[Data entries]
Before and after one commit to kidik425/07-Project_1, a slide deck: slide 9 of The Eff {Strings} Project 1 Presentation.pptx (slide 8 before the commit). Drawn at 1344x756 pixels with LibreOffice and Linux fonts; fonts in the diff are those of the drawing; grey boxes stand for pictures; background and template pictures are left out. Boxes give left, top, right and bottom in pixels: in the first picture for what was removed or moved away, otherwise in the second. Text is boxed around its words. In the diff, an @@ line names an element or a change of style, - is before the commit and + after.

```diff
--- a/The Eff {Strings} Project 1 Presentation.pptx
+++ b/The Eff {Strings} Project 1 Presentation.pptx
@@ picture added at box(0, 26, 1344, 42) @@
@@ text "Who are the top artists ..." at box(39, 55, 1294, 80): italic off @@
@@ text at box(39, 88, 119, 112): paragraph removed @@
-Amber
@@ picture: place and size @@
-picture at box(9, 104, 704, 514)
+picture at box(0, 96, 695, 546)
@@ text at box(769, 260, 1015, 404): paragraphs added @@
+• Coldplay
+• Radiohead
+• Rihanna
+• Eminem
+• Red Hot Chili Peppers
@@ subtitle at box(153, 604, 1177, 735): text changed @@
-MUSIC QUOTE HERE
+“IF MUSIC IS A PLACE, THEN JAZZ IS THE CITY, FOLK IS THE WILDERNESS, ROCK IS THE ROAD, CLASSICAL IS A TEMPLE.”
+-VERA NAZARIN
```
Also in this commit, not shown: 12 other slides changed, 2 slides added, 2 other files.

...

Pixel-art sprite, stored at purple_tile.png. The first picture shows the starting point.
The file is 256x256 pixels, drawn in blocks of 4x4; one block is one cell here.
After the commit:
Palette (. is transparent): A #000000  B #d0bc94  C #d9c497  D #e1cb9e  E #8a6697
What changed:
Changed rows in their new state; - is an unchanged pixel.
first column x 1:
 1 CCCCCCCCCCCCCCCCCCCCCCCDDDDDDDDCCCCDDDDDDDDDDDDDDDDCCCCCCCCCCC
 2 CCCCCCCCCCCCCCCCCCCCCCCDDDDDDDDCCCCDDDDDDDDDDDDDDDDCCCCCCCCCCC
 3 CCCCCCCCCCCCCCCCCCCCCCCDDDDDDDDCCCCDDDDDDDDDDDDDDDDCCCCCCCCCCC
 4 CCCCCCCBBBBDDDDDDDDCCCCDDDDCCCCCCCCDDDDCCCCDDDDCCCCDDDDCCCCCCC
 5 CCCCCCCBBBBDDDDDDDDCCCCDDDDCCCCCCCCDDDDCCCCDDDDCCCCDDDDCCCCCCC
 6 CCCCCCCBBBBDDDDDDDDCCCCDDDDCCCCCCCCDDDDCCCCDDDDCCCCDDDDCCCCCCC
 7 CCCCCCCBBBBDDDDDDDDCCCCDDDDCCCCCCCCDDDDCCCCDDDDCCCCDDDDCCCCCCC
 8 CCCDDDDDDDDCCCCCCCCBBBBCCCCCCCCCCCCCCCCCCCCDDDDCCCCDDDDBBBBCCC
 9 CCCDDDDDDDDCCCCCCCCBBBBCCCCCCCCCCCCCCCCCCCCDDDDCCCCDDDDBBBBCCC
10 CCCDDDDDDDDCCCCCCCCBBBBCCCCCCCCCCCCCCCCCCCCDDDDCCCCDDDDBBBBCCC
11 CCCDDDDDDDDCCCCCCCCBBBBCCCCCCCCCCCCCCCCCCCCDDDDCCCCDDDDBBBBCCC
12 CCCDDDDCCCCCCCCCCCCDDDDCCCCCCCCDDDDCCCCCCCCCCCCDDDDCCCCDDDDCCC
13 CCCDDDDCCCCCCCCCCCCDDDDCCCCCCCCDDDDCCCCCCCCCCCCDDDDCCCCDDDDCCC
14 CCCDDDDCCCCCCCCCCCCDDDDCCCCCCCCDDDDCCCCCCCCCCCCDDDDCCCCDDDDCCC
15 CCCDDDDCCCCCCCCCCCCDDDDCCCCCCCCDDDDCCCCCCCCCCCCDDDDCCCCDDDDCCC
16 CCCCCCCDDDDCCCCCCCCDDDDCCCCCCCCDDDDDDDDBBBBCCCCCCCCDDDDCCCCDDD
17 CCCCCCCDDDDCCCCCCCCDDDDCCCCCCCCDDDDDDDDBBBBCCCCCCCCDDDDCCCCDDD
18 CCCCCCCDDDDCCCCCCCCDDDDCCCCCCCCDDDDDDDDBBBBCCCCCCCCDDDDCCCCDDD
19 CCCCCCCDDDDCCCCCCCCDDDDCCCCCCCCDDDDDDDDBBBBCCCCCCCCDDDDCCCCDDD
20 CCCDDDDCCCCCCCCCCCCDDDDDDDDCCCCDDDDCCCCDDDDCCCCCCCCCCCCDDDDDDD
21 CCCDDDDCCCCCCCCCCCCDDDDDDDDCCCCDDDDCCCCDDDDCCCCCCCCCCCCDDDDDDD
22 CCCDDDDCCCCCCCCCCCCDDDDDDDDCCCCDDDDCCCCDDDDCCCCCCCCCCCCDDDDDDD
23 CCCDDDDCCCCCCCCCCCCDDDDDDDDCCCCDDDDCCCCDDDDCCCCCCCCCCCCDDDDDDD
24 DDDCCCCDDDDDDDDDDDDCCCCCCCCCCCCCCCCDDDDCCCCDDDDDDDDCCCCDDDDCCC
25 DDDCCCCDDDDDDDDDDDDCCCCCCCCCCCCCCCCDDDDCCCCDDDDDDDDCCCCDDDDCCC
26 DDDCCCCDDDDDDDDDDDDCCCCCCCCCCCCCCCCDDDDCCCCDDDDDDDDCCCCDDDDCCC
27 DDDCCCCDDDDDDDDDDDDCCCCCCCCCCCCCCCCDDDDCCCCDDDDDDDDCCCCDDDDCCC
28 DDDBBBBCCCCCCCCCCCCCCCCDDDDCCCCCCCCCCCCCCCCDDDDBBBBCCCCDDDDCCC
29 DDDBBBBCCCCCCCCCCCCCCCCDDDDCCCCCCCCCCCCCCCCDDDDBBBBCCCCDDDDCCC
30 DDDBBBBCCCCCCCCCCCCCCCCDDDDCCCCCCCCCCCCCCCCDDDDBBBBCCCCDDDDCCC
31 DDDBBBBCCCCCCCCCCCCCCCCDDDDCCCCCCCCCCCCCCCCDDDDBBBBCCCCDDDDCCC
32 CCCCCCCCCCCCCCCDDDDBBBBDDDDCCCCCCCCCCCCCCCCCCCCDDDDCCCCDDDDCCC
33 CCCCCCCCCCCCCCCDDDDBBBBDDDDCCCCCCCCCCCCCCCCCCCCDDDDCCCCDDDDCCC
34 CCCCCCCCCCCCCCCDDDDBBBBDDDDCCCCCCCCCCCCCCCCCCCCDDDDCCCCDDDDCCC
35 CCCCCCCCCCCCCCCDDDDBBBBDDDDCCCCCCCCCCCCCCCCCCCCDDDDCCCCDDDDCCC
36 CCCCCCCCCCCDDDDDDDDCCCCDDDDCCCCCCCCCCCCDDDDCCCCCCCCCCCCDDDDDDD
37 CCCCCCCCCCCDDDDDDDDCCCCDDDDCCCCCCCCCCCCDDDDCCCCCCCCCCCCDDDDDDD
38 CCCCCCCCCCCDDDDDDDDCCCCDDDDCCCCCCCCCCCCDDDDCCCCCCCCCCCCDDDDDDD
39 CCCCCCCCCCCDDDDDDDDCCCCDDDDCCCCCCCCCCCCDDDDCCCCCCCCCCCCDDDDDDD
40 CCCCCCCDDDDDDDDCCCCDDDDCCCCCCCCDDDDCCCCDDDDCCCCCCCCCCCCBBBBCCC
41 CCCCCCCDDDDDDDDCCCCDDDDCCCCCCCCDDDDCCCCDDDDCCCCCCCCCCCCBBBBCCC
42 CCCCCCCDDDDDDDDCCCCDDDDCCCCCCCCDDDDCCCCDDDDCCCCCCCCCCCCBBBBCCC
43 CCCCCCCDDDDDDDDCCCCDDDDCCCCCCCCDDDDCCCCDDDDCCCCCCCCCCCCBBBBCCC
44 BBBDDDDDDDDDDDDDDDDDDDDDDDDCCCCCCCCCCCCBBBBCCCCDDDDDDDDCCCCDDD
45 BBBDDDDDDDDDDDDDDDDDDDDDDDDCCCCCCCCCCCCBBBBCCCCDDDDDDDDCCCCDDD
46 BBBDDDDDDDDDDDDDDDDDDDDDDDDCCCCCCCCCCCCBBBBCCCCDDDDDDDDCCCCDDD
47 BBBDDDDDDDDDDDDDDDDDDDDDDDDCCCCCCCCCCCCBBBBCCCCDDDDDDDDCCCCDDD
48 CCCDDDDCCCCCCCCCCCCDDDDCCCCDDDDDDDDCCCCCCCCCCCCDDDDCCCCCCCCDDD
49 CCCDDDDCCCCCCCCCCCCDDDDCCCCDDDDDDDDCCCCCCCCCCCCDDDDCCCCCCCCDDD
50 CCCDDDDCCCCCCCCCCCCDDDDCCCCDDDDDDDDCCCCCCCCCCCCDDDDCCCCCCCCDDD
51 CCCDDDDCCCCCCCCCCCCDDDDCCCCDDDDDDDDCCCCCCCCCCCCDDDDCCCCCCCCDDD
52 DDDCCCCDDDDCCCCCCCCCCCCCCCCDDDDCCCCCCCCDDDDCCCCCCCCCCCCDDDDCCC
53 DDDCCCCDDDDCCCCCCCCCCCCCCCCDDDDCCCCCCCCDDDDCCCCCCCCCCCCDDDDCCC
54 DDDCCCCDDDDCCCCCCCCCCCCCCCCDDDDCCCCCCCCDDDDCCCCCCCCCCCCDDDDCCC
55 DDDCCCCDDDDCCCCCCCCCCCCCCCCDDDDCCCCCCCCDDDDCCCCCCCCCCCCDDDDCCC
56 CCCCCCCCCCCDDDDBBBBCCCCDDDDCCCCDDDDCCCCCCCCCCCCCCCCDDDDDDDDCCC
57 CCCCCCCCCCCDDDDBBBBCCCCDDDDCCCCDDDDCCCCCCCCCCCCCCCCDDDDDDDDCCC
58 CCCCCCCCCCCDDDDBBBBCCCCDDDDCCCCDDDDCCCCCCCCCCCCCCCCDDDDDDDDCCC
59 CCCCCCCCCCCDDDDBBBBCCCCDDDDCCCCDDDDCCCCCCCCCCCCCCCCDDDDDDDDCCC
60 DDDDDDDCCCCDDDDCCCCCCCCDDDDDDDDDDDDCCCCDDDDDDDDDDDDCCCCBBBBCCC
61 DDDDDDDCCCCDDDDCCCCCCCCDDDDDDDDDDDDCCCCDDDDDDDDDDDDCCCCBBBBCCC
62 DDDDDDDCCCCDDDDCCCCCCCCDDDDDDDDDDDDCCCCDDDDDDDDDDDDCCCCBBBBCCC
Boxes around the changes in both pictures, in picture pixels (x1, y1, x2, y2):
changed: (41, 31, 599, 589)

**Work item**:
Scan the data above. Return every line with "CCCDDDDCCCCCCCCCCCCDDDDCCCCDDDDDDDDCCCCCCCCCCCCDDDDCCCCCCCCDDD" in it.

**Task output**:
48 CCCDDDDCCCCCCCCCCCCDDDDCCCCDDDDDDDDCCCCCCCCCCCCDDDDCCCCCCCCDDD
49 CCCDDDDCCCCCCCCCCCCDDDDCCCCDDDDDDDDCCCCCCCCCCCCDDDDCCCCCCCCDDD
50 CCCDDDDCCCCCCCCCCCCDDDDCCCCDDDDDDDDCCCCCCCCCCCCDDDDCCCCCCCCDDD
51 CCCDDDDCCCCCCCCCCCCDDDDCCCCDDDDDDDDCCCCCCCCCCCCDDDDCCCCCCCCDDD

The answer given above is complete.